Dans un répertoire qui fait la part belle au style “1900” (dont le sulfureux Ouvre) et aux chansons de marins (La belle croisière, Les filles de Saint-Malo, Chanson de halage, La belle escale, La fille des bars), la Suzy Solidor des premières années illustre un genre “belle époque” décalé vis à vis des nouveaux courants de la chanson française (nous sommes dans le milieu des années trente). Ancien mannequin devenue chanteuse, Solidor choisit généralement des textes de qualité : de Poterat, Richepin, Magre, Marèze ou encore Vildrac (auteur d’une Si on gardait bien défendue par son interprète). On peut également préférer la version du Doux caboulot de Suzy Solidor à celle de Marie Dubas, la créatrice. On remarque ensuite une évolution vers plus de sobriété dans les interprétations de “la chanteuse aux cheveux de lin” : Escale, la plus connue des chansons de Solidor, en apporte le témoignage. Rappelons que la chanteuse, depuis Ouvre justement, était devenue l’une des figures emblématiques du milieu homosexuel parisien.

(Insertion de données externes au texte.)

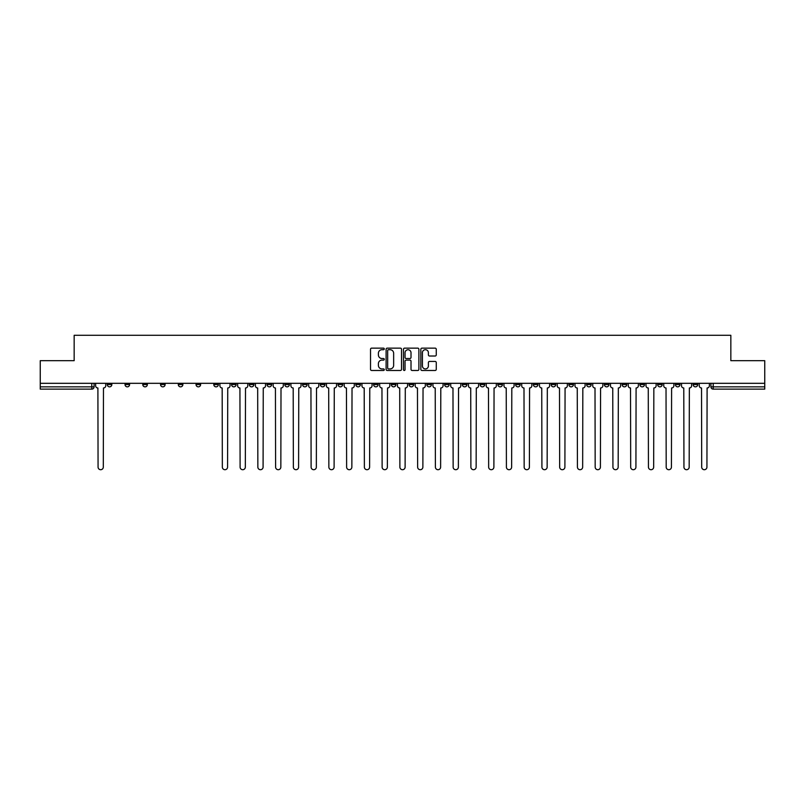 <?xml version="1.0" encoding="UTF-8"?>
<svg xmlns="http://www.w3.org/2000/svg" width="805" height="805" viewBox="0 0 805 805"><rect width="100%" height="100%" fill="white"/><g stroke="black" fill="none" stroke-linecap="round" stroke-linejoin="round"><path stroke-width="1.21" d="M384.287 348.917A0.785 0.785 0 0 0 383.512 348.142L371.638 348.142A1.117 1.117 0 0 0 370.521 349.259L370.521 369.364A1.117 1.117 0 0 0 371.638 370.481L383.512 370.481A0.785 0.785 0 0 0 384.287 369.696A0.785 0.785 0 0 0 383.512 368.921L381.973 368.921A3.572 3.572 0 0 1 378.4 365.339L378.4 363.669A3.572 3.572 0 0 1 381.973 360.097L383.512 360.097A0.785 0.785 0 0 0 384.287 359.312A0.785 0.785 0 0 0 383.512 358.527L381.973 358.527A3.572 3.572 0 0 1 378.4 354.955L378.4 353.274A3.572 3.572 0 0 1 381.973 349.702L383.512 349.702A0.785 0.785 0 0 0 384.287 348.917M693.165 383.321L693.165 384.579L697.714 384.579A2.274 2.274 0 0 1 695.44 386.853A2.274 2.274 0 0 1 693.165 384.579L693.165 383.321M586.644 383.321L586.644 384.579L591.192 384.579A2.274 2.274 0 0 1 588.918 386.853A2.274 2.274 0 0 1 586.644 384.579L586.644 383.321M568.883 383.321L568.883 384.579L573.442 384.579A2.274 2.274 0 0 1 571.168 386.853A2.274 2.274 0 0 1 568.883 384.579L568.883 383.321M462.362 383.321L462.362 384.579L466.92 384.579A2.274 2.274 0 0 1 464.636 386.853A2.274 2.274 0 0 1 462.362 384.579L462.362 383.321M444.612 383.321L444.612 384.579L449.16 384.579A2.274 2.274 0 0 1 446.886 386.853A2.274 2.274 0 0 1 444.612 384.579L444.612 383.321M426.851 383.321L426.851 384.579L431.41 384.579A2.274 2.274 0 0 1 429.135 386.853A2.274 2.274 0 0 1 426.851 384.579L426.851 383.321M391.351 383.321L391.351 384.579L395.899 384.579A2.274 2.274 0 0 1 393.625 386.853A2.274 2.274 0 0 1 391.351 384.579L391.351 383.321M355.84 384.579L355.84 383.321L355.84 384.579A2.274 2.274 0 0 0 358.114 386.853A2.274 2.274 0 0 1 355.84 384.579L360.388 384.579A2.274 2.274 0 0 1 358.114 386.853A2.274 2.274 0 0 0 360.388 384.579L360.388 383.321L360.388 384.579M338.08 384.579L338.08 383.321L338.08 384.579A2.274 2.274 0 0 0 340.364 386.853A2.274 2.274 0 0 1 338.08 384.579L342.638 384.579A2.274 2.274 0 0 1 340.364 386.853M320.33 384.579L320.33 383.321L320.33 384.579A2.274 2.274 0 0 0 322.604 386.853A2.274 2.274 0 0 1 320.33 384.579L324.888 384.579A2.274 2.274 0 0 1 322.604 386.853A2.274 2.274 0 0 0 324.888 384.579L324.888 383.321L324.888 384.579M302.579 383.321L302.579 384.579L307.128 384.579A2.274 2.274 0 0 1 304.853 386.853A2.274 2.274 0 0 1 302.579 384.579L302.579 383.321M284.819 383.321L284.819 384.579L289.377 384.579A2.274 2.274 0 0 1 287.103 386.853A2.274 2.274 0 0 1 284.819 384.579L284.819 383.321M267.069 383.321L267.069 384.579L271.617 384.579A2.274 2.274 0 0 1 269.343 386.853A2.274 2.274 0 0 1 267.069 384.579L267.069 383.321M249.319 384.579L249.319 383.321L249.319 384.579A2.274 2.274 0 0 0 251.593 386.853A2.274 2.274 0 0 1 249.319 384.579L253.867 384.579A2.274 2.274 0 0 1 251.593 386.853M213.808 384.579L213.808 383.321L213.808 384.579A2.274 2.274 0 0 0 216.082 386.853A2.274 2.274 0 0 1 213.808 384.579L218.356 384.579A2.274 2.274 0 0 1 216.082 386.853A2.274 2.274 0 0 0 218.356 384.579L218.356 383.321L218.356 384.579M196.058 384.579L196.058 383.321L196.058 384.579A2.274 2.274 0 0 0 198.332 386.853A2.274 2.274 0 0 1 196.058 384.579L200.606 384.579A2.274 2.274 0 0 1 198.332 386.853A2.274 2.274 0 0 0 200.606 384.579L200.606 383.321L200.606 384.579M178.297 384.579L178.297 383.321L178.297 384.579A2.274 2.274 0 0 0 180.572 386.853A2.274 2.274 0 0 1 178.297 384.579L182.856 384.579A2.274 2.274 0 0 1 180.572 386.853A2.274 2.274 0 0 0 182.856 384.579L182.856 383.321L182.856 384.579M160.547 384.579L160.547 383.321L160.547 384.579A2.274 2.274 0 0 0 162.821 386.853A2.274 2.274 0 0 1 160.547 384.579L165.095 384.579A2.274 2.274 0 0 1 162.821 386.853M142.787 384.579L142.787 383.321L142.787 384.579A2.274 2.274 0 0 0 145.071 386.853A2.274 2.274 0 0 1 142.787 384.579L147.345 384.579A2.274 2.274 0 0 1 145.071 386.853A2.274 2.274 0 0 0 147.345 384.579L147.345 383.321L147.345 384.579M125.037 384.579L125.037 383.321L125.037 384.579A2.274 2.274 0 0 0 127.311 386.853A2.274 2.274 0 0 1 125.037 384.579L129.585 384.579A2.274 2.274 0 0 1 127.311 386.853A2.274 2.274 0 0 0 129.585 384.579L129.585 383.321L129.585 384.579M435.143 356.011A1.117 1.117 0 0 0 436.26 354.894L436.26 349.259A1.117 1.117 0 0 0 435.143 348.142L421.961 348.142A1.117 1.117 0 0 0 420.844 349.259L420.844 369.364A1.117 1.117 0 0 0 421.961 370.481L435.143 370.481A1.117 1.117 0 0 0 436.26 369.364L436.26 362.552A1.117 1.117 0 0 0 435.143 361.435L429.508 361.435A1.117 1.117 0 0 0 428.391 362.552L428.391 365.933A2.989 2.989 0 0 1 425.402 368.921A2.989 2.989 0 0 1 422.414 365.933L422.414 352.691A2.989 2.989 0 0 1 425.402 349.702A2.989 2.989 0 0 1 428.391 352.691L428.391 354.894A1.117 1.117 0 0 0 429.508 356.011L435.143 356.011M40.25 383.321L40.25 360.68L74.161 360.68L74.161 335.293L730.839 335.293L730.839 360.68L764.75 360.68L764.75 383.321L40.25 383.321L40.25 386.853L94.084 386.853L94.084 383.321L94.084 386.853A2.274 2.274 0 0 1 91.8 389.127L40.25 389.127L40.25 386.853M401.524 349.259A1.117 1.117 0 0 0 400.407 348.142L387.225 348.142A1.117 1.117 0 0 0 386.108 349.259L386.108 369.364A1.117 1.117 0 0 0 387.225 370.481L400.407 370.481A1.117 1.117 0 0 0 401.524 369.364L401.524 349.259M404.593 348.142L417.775 348.142A1.117 1.117 0 0 1 418.892 349.259L418.892 369.364A1.117 1.117 0 0 1 417.775 370.481L412.14 370.481A1.117 1.117 0 0 1 411.013 369.364L411.013 361.214A1.117 1.117 0 0 0 409.896 360.097L406.163 360.097A1.117 1.117 0 0 0 405.046 361.214L405.046 369.696A0.785 0.785 0 0 1 404.261 370.481A0.785 0.785 0 0 1 403.476 369.696L403.476 349.259A1.117 1.117 0 0 1 404.593 348.142M710.916 383.321L710.916 386.853L764.75 386.853L764.75 389.127L713.2 389.127A2.274 2.274 0 0 1 710.916 386.853A2.274 2.274 0 0 0 713.2 389.127L713.2 383.321M764.75 383.321L764.75 386.853M697.714 383.321L697.714 384.579A2.274 2.274 0 0 1 695.44 386.853M679.963 383.321L679.963 384.579A2.274 2.274 0 0 1 677.689 386.853A2.274 2.274 0 0 1 675.415 384.579L679.963 384.579M675.415 383.321L675.415 384.579M662.213 383.321L662.213 384.579A2.274 2.274 0 0 1 659.929 386.853A2.274 2.274 0 0 1 657.655 384.579L662.213 384.579M657.655 383.321L657.655 384.579M644.453 383.321L644.453 384.579A2.274 2.274 0 0 1 642.179 386.853A2.274 2.274 0 0 1 639.905 384.579A2.274 2.274 0 0 0 642.179 386.853M639.905 383.321L639.905 384.579L644.453 384.579M626.703 383.321L626.703 384.579A2.274 2.274 0 0 1 624.428 386.853A2.274 2.274 0 0 1 622.144 384.579L626.703 384.579M622.144 383.321L622.144 384.579M608.942 383.321L608.942 384.579A2.274 2.274 0 0 1 606.668 386.853A2.274 2.274 0 0 1 604.394 384.579L608.942 384.579M604.394 383.321L604.394 384.579M591.192 383.321L591.192 384.579M573.442 383.321L573.442 384.579L573.442 383.321M555.681 383.321L555.681 384.579A2.274 2.274 0 0 1 553.407 386.853A2.274 2.274 0 0 1 551.133 384.579L555.681 384.579M551.133 383.321L551.133 384.579M537.931 383.321L537.931 384.579A2.274 2.274 0 0 1 535.657 386.853A2.274 2.274 0 0 1 533.383 384.579L537.931 384.579M533.383 383.321L533.383 384.579M520.181 383.321L520.181 384.579A2.274 2.274 0 0 1 517.897 386.853A2.274 2.274 0 0 1 515.623 384.579L520.181 384.579M515.623 383.321L515.623 384.579M502.421 383.321L502.421 384.579A2.274 2.274 0 0 1 500.147 386.853A2.274 2.274 0 0 1 497.872 384.579L502.421 384.579M497.872 383.321L497.872 384.579M484.67 383.321L484.67 384.579A2.274 2.274 0 0 1 482.396 386.853A2.274 2.274 0 0 1 480.112 384.579L484.67 384.579M480.112 383.321L480.112 384.579M466.92 383.321L466.92 384.579A2.274 2.274 0 0 1 464.636 386.853M449.16 383.321L449.16 384.579M431.41 384.579L431.41 383.321L431.41 384.579A2.274 2.274 0 0 1 429.135 386.853M413.649 383.321L413.649 384.579A2.274 2.274 0 0 1 411.375 386.853A2.274 2.274 0 0 1 409.101 384.579A2.274 2.274 0 0 0 411.375 386.853A2.274 2.274 0 0 0 413.649 384.579L409.101 384.579L409.101 383.321M395.899 384.579L395.899 383.321L395.899 384.579A2.274 2.274 0 0 1 393.625 386.853M378.149 383.321L378.149 384.579A2.274 2.274 0 0 1 375.865 386.853A2.274 2.274 0 0 1 373.59 384.579A2.274 2.274 0 0 0 375.865 386.853M373.59 383.321L373.59 384.579L378.149 384.579M342.638 383.321L342.638 384.579L342.638 383.321M307.128 384.579L307.128 383.321L307.128 384.579A2.274 2.274 0 0 1 304.853 386.853M289.377 384.579L289.377 383.321L289.377 384.579A2.274 2.274 0 0 1 287.103 386.853M271.617 384.579L271.617 383.321L271.617 384.579A2.274 2.274 0 0 1 269.343 386.853M253.867 383.321L253.867 384.579L253.867 383.321M236.117 384.579L236.117 383.321L236.117 384.579A2.274 2.274 0 0 1 233.832 386.853A2.274 2.274 0 0 1 231.558 384.579L236.117 384.579A2.274 2.274 0 0 1 233.832 386.853M231.558 383.321L231.558 384.579M165.095 383.321L165.095 384.579L165.095 383.321M111.835 383.321L111.835 384.579A2.274 2.274 0 0 1 109.561 386.853A2.274 2.274 0 0 1 107.286 384.579A2.274 2.274 0 0 0 109.561 386.853A2.274 2.274 0 0 0 111.835 384.579L111.835 383.321M107.286 383.321L107.286 384.579L111.835 384.579M91.8 383.321L91.8 389.127A2.274 2.274 0 0 0 94.084 386.853M388.453 349.702A0.785 0.785 0 0 0 387.668 350.487L387.668 368.137A0.785 0.785 0 0 0 388.453 368.921L390.073 368.921A3.572 3.572 0 0 0 393.645 365.339L393.645 353.274A3.572 3.572 0 0 0 390.073 349.702L388.453 349.702M411.013 352.751A2.989 2.989 0 0 0 408.034 349.762A2.989 2.989 0 0 0 405.046 352.751L405.046 357.41A1.117 1.117 0 0 0 406.163 358.527L409.896 358.527A1.117 1.117 0 0 0 411.013 357.41L411.013 352.751M95.614 385.716L95.614 383.321L95.614 385.716A2.274 2.274 0 0 0 97.898 387.99L98.069 467.081A2.616 2.616 0 0 0 100.685 469.707A2.616 2.616 0 0 0 103.302 467.081L103.473 387.99A2.274 2.274 0 0 0 105.747 385.716L105.747 383.321L105.747 385.716M97.898 387.99L98.069 467.081M103.302 467.081L103.473 387.99M237.646 385.716L237.646 383.321L237.646 385.716A2.274 2.274 0 0 0 239.93 387.99L240.101 467.081A2.616 2.616 0 0 0 242.718 469.707A2.616 2.616 0 0 0 245.334 467.081L245.505 387.99A2.274 2.274 0 0 0 247.779 385.716L247.779 383.321L247.779 385.716M255.406 385.716L255.406 383.321L255.406 385.716A2.274 2.274 0 0 0 257.68 387.99L257.852 467.081A2.616 2.616 0 0 0 260.468 469.707A2.616 2.616 0 0 0 263.084 467.081L263.255 387.99A2.274 2.274 0 0 0 265.529 385.716L265.529 383.321L265.529 385.716M273.157 385.716L273.157 383.321L273.157 385.716A2.274 2.274 0 0 0 275.431 387.99L275.602 467.081A2.616 2.616 0 0 0 278.218 469.707A2.616 2.616 0 0 0 280.844 467.081L281.005 387.99A2.274 2.274 0 0 0 283.29 385.716L283.29 383.321L283.29 385.716M290.907 385.716L290.907 383.321L290.907 385.716A2.274 2.274 0 0 0 293.191 387.99L293.362 467.081A2.616 2.616 0 0 0 295.978 469.707A2.616 2.616 0 0 0 298.595 467.081L298.766 387.99A2.274 2.274 0 0 0 301.04 385.716L301.04 383.321L301.04 385.716M308.667 385.716L308.667 383.321L308.667 385.716A2.274 2.274 0 0 0 310.941 387.99L311.112 467.081A2.616 2.616 0 0 0 313.729 469.707A2.616 2.616 0 0 0 316.345 467.081L316.516 387.99A2.274 2.274 0 0 0 318.79 385.716L318.79 383.321L318.79 385.716M326.417 385.716L326.417 383.321L326.417 385.716A2.274 2.274 0 0 0 328.692 387.99L328.863 467.081A2.616 2.616 0 0 0 331.489 469.707A2.616 2.616 0 0 0 334.105 467.081L334.276 387.99A2.274 2.274 0 0 0 336.55 385.716L336.55 383.321L336.55 385.716M344.178 385.716L344.178 383.321L344.178 385.716A2.274 2.274 0 0 0 346.452 387.99L346.623 467.081A2.616 2.616 0 0 0 349.239 469.707A2.616 2.616 0 0 0 351.855 467.081L352.026 387.99A2.274 2.274 0 0 0 354.301 385.716L354.301 383.321L354.301 385.716M361.928 385.716L361.928 383.321L361.928 385.716A2.274 2.274 0 0 0 364.202 387.99L364.373 467.081A2.616 2.616 0 0 0 366.989 469.707A2.616 2.616 0 0 0 369.606 467.081L369.777 387.99A2.274 2.274 0 0 0 372.061 385.716L372.061 383.321L372.061 385.716M379.678 385.716L379.678 383.321L379.678 385.716A2.274 2.274 0 0 0 381.962 387.99L382.123 467.081A2.616 2.616 0 0 0 384.75 469.707A2.616 2.616 0 0 0 387.366 467.081L387.537 387.99A2.274 2.274 0 0 0 389.811 385.716L389.811 383.321L389.811 385.716M397.439 385.716L397.439 383.321L397.439 385.716A2.274 2.274 0 0 0 399.713 387.99L399.884 467.081A2.616 2.616 0 0 0 402.5 469.707A2.616 2.616 0 0 0 405.116 467.081L405.287 387.99A2.274 2.274 0 0 0 407.561 385.716L407.561 383.321L407.561 385.716M415.189 385.716L415.189 383.321L415.189 385.716A2.274 2.274 0 0 0 417.463 387.99L417.634 467.081A2.616 2.616 0 0 0 420.25 469.707A2.616 2.616 0 0 0 422.877 467.081L423.038 387.99A2.274 2.274 0 0 0 425.322 385.716L425.322 383.321L425.322 385.716M432.939 385.716L432.939 383.321L432.939 385.716A2.274 2.274 0 0 0 435.223 387.99L435.394 467.081A2.616 2.616 0 0 0 438.011 469.707A2.616 2.616 0 0 0 440.627 467.081L440.798 387.99A2.274 2.274 0 0 0 443.072 385.716L443.072 383.321L443.072 385.716M450.699 385.716L450.699 383.321L450.699 385.716A2.274 2.274 0 0 0 452.974 387.99L453.145 467.081A2.616 2.616 0 0 0 455.761 469.707A2.616 2.616 0 0 0 458.377 467.081L458.548 387.99A2.274 2.274 0 0 0 460.822 385.716L460.822 383.321L460.822 385.716M468.45 385.716L468.45 383.321L468.45 385.716A2.274 2.274 0 0 0 470.724 387.99L470.895 467.081A2.616 2.616 0 0 0 473.511 469.707A2.616 2.616 0 0 0 476.137 467.081L476.308 387.99A2.274 2.274 0 0 0 478.583 385.716L478.583 383.321L478.583 385.716M219.896 383.321L219.896 385.716A2.274 2.274 0 0 0 222.17 387.99L222.341 467.081A2.616 2.616 0 0 0 224.957 469.707A2.616 2.616 0 0 0 227.574 467.081L227.745 387.99A2.274 2.274 0 0 0 230.029 385.716L230.029 383.321M239.93 387.99L240.101 467.081M245.334 467.081L245.505 387.99M257.68 387.99L257.852 467.081M263.084 467.081L263.255 387.99M275.431 387.99L275.602 467.081M280.844 467.081L281.005 387.99M293.191 387.99L293.362 467.081M298.595 467.081L298.766 387.99M310.941 387.99L311.112 467.081M316.345 467.081L316.516 387.99M328.692 387.99L328.863 467.081M334.105 467.081L334.276 387.99M346.452 387.99L346.623 467.081M351.855 467.081L352.026 387.99M364.202 387.99L364.373 467.081M369.606 467.081L369.777 387.99M381.962 387.99L382.123 467.081M387.366 467.081L387.537 387.99M399.713 387.99L399.884 467.081M405.116 467.081L405.287 387.99M417.463 387.99L417.634 467.081M422.877 467.081L423.038 387.99M435.223 387.99L435.394 467.081M440.627 467.081L440.798 387.99M452.974 387.99L453.145 467.081M458.377 467.081L458.548 387.99M470.724 387.99L470.895 467.081M476.137 467.081L476.308 387.99M486.21 385.716L486.21 383.321L486.21 385.716A2.274 2.274 0 0 0 488.484 387.99L488.655 467.081A2.616 2.616 0 0 0 491.271 469.707A2.616 2.616 0 0 0 493.888 467.081L494.059 387.99A2.274 2.274 0 0 0 496.333 385.716L496.333 383.321L496.333 385.716M488.484 387.99L488.655 467.081M493.888 467.081L494.059 387.99M503.96 385.716L503.96 383.321L503.96 385.716A2.274 2.274 0 0 0 506.234 387.99L506.405 467.081A2.616 2.616 0 0 0 509.022 469.707A2.616 2.616 0 0 0 511.638 467.081L511.809 387.99A2.274 2.274 0 0 0 514.093 385.716L514.093 383.321L514.093 385.716M506.234 387.99L506.405 467.081M511.638 467.081L511.809 387.99M521.71 385.716L521.71 383.321L521.71 385.716A2.274 2.274 0 0 0 523.995 387.99L524.156 467.081A2.616 2.616 0 0 0 526.782 469.707A2.616 2.616 0 0 0 529.398 467.081L529.569 387.99A2.274 2.274 0 0 0 531.843 385.716L531.843 383.321L531.843 385.716M523.995 387.99L524.156 467.081M529.398 467.081L529.569 387.99M539.471 385.716L539.471 383.321L539.471 385.716A2.274 2.274 0 0 0 541.745 387.99L541.916 467.081A2.616 2.616 0 0 0 544.532 469.707A2.616 2.616 0 0 0 547.148 467.081L547.32 387.99A2.274 2.274 0 0 0 549.594 385.716L549.594 383.321L549.594 385.716M541.745 387.99L541.916 467.081M547.148 467.081L547.32 387.99M557.221 385.716L557.221 383.321L557.221 385.716A2.274 2.274 0 0 0 559.495 387.99L559.666 467.081A2.616 2.616 0 0 0 562.282 469.707A2.616 2.616 0 0 0 564.899 467.081L565.07 387.99A2.274 2.274 0 0 0 567.354 385.716L567.354 383.321L567.354 385.716M559.495 387.99L559.666 467.081M564.899 467.081L565.07 387.99M574.971 385.716L574.971 383.321L574.971 385.716A2.274 2.274 0 0 0 577.255 387.99L577.427 467.081A2.616 2.616 0 0 0 580.043 469.707A2.616 2.616 0 0 0 582.659 467.081L582.83 387.99A2.274 2.274 0 0 0 585.104 385.716L585.104 383.321L585.104 385.716M577.255 387.99L577.427 467.081M582.659 467.081L582.83 387.99M592.732 385.716L592.732 383.321L592.732 385.716A2.274 2.274 0 0 0 595.006 387.99L595.177 467.081A2.616 2.616 0 0 0 597.793 469.707A2.616 2.616 0 0 0 600.409 467.081L600.58 387.99A2.274 2.274 0 0 0 602.854 385.716L602.854 383.321L602.854 385.716M595.006 387.99L595.177 467.081M600.409 467.081L600.58 387.99M610.482 385.716L610.482 383.321L610.482 385.716A2.274 2.274 0 0 0 612.756 387.99L612.927 467.081A2.616 2.616 0 0 0 615.543 469.707A2.616 2.616 0 0 0 618.17 467.081L618.341 387.99A2.274 2.274 0 0 0 620.615 385.716L620.615 383.321L620.615 385.716M612.756 387.99L612.927 467.081M618.17 467.081L618.341 387.99M628.242 385.716L628.242 383.321L628.242 385.716A2.274 2.274 0 0 0 630.516 387.99L630.687 467.081A2.616 2.616 0 0 0 633.304 469.707A2.616 2.616 0 0 0 635.92 467.081L636.091 387.99A2.274 2.274 0 0 0 638.365 385.716L638.365 383.321L638.365 385.716M630.516 387.99L630.687 467.081M635.92 467.081L636.091 387.99M645.992 385.716L645.992 383.321L645.992 385.716A2.274 2.274 0 0 0 648.267 387.99L648.438 467.081A2.616 2.616 0 0 0 651.054 469.707A2.616 2.616 0 0 0 653.67 467.081L653.841 387.99A2.274 2.274 0 0 0 656.125 385.716L656.125 383.321L656.125 385.716M648.267 387.99L648.438 467.081M653.67 467.081L653.841 387.99M663.743 385.716L663.743 383.321L663.743 385.716A2.274 2.274 0 0 0 666.027 387.99L666.188 467.081A2.616 2.616 0 0 0 668.814 469.707A2.616 2.616 0 0 0 671.43 467.081L671.601 387.99A2.274 2.274 0 0 0 673.876 385.716L673.876 383.321L673.876 385.716M666.027 387.99L666.188 467.081M671.43 467.081L671.601 387.99M681.503 385.716L681.503 383.321L681.503 385.716A2.274 2.274 0 0 0 683.777 387.99L683.948 467.081A2.616 2.616 0 0 0 686.564 469.707A2.616 2.616 0 0 0 689.181 467.081L689.352 387.99A2.274 2.274 0 0 0 691.626 385.716L691.626 383.321L691.626 385.716M683.777 387.99L683.948 467.081M689.181 467.081L689.352 387.99M699.253 385.716L699.253 383.321L699.253 385.716A2.274 2.274 0 0 0 701.527 387.99L701.698 467.081A2.616 2.616 0 0 0 704.315 469.707A2.616 2.616 0 0 0 706.931 467.081L707.102 387.99A2.274 2.274 0 0 0 709.386 385.716L709.386 383.321L709.386 385.716M701.527 387.99L701.698 467.081M706.931 467.081L707.102 387.99"/></g></svg>

La fameuse partie (parlée) de Escale (“Le ciel est bleu / La mer est verte / Laisse un peu / La fenêtre ouverte “) fit l’objet d’un détournement : le mot “braguette “ se substituant à “fenêtre “.

A partir de l’Occupation la carrière de Suzy Solidor offre moins d’intérêt (signalons cependant sa célèbre reprise de Lily Marlène) : son répertoire devient plus convenu. La présence d’officiers allemands dans le cabaret (“La vie parisienne”) ouvert par la chanteuse, et surtout sa liaison avec l’un d’entre eux lui vaudra l’attention particulière des comités d’épuration à la Libération. Suzy Solidor enregistre ensuite (en Belgique dans un premier temps) plusieurs disques à la fin des années quarante et au début de la décennie suivante qui n’apportent rien de plus à sa gloire. Retenir de Suzy Solidor que ce double aspect de “scandale” (le lesbianisme, puis le goût de la belle et sculpturale Suzy pour les officiers allemands) n’a pas été sans contribuer à occulter la carrière de cette chanteuse. Là aussi, à l’instar des Jean Tranchant, Gilles et Julien, voire Marianne Oswald et Lys Gauty, il importe de redécouvrir cette interprète (et la singularité de son répertoire : du moins celui des années trente).